What is being asked:
Could you print all the entries below exactly as they appear, omitting the pictures?
··· Records provided
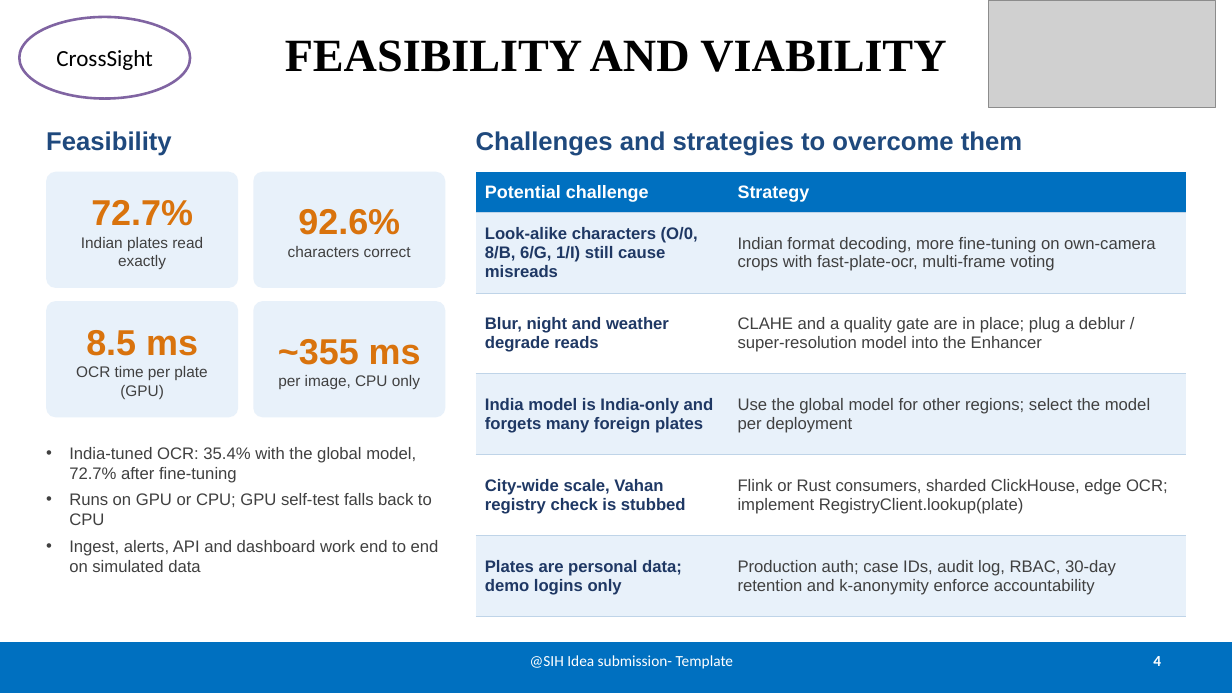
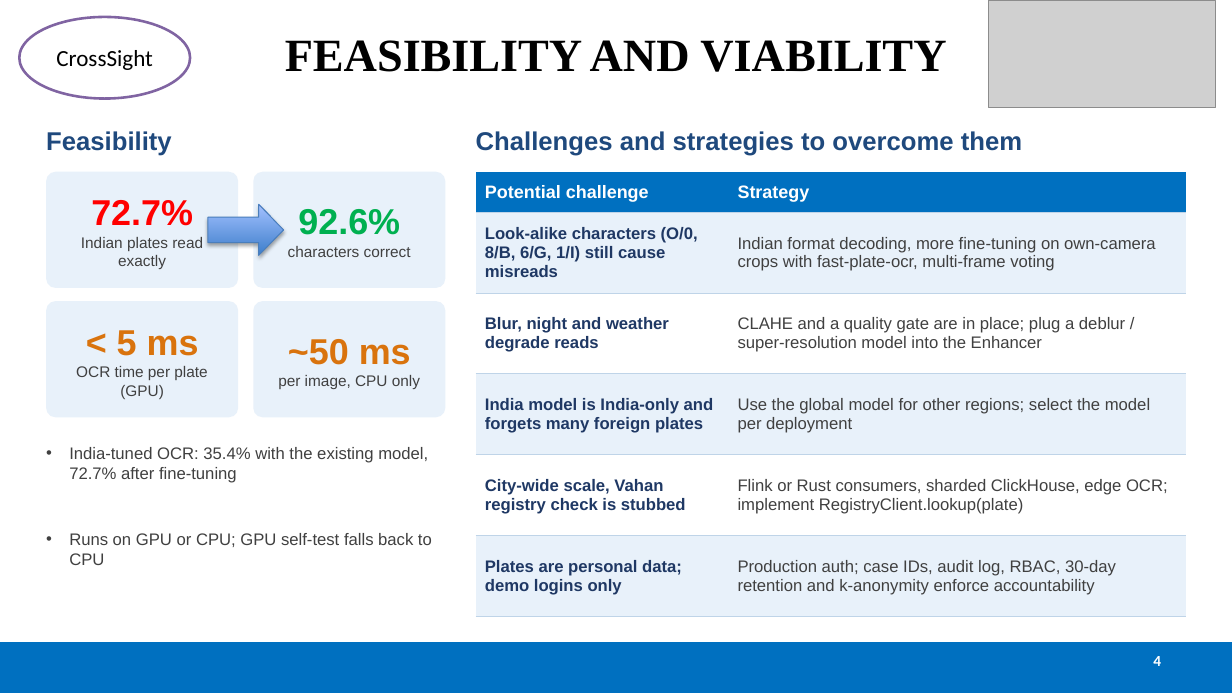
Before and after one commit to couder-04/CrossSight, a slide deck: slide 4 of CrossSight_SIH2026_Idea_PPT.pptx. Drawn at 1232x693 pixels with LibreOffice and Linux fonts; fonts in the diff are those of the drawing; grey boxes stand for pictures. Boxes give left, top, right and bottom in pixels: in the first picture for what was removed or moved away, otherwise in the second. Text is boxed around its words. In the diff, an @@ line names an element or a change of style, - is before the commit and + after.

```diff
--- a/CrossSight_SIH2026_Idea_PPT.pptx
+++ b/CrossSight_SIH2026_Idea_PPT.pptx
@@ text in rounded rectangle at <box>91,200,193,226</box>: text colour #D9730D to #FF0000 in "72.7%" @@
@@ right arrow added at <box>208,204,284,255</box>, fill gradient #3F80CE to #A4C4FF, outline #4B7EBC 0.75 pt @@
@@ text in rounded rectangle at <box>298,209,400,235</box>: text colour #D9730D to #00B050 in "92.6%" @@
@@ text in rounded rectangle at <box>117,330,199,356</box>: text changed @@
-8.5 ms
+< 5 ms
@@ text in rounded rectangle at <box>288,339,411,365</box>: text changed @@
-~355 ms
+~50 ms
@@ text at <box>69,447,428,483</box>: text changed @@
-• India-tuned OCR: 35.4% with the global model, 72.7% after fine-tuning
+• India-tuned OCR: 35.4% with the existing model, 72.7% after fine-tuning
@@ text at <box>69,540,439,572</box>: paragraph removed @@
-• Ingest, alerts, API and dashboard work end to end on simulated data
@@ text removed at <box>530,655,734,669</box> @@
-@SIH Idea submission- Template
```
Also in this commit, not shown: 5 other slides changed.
······
Exercise result:
Before and after one commit to couder-04/CrossSight, a slide deck: slide 4 of CrossSight_SIH2026_Idea_PPT.pptx. Drawn at 1232x693 pixels with LibreOffice and Linux fonts; fonts in the diff are those of the drawing; grey boxes stand for pictures. Boxes give left, top, right and bottom in pixels: in the first picture for what was removed or moved away, otherwise in the second. Text is boxed around its words. In the diff, an @@ line names an element or a change of style, - is before the commit and + after.

```diff
--- a/CrossSight_SIH2026_Idea_PPT.pptx
+++ b/CrossSight_SIH2026_Idea_PPT.pptx
@@ text in rounded rectangle at <box>91,200,193,226</box>: text colour #D9730D to #FF0000 in "72.7%" @@
@@ right arrow added at <box>208,204,284,255</box>, fill gradient #3F80CE to #A4C4FF, outline #4B7EBC 0.75 pt @@
@@ text in rounded rectangle at <box>298,209,400,235</box>: text colour #D9730D to #00B050 in "92.6%" @@
@@ text in rounded rectangle at <box>117,330,199,356</box>: text changed @@
-8.5 ms
+< 5 ms
@@ text in rounded rectangle at <box>288,339,411,365</box>: text changed @@
-~355 ms
+~50 ms
@@ text at <box>69,447,428,483</box>: text changed @@
-• India-tuned OCR: 35.4% with the global model, 72.7% after fine-tuning
+• India-tuned OCR: 35.4% with the existing model, 72.7% after fine-tuning
@@ text at <box>69,540,439,572</box>: paragraph removed @@
-• Ingest, alerts, API and dashboard work end to end on simulated data
@@ text removed at <box>530,655,734,669</box> @@
-@SIH Idea submission- Template
```
Also in this commit, not shown: 5 other slides changed.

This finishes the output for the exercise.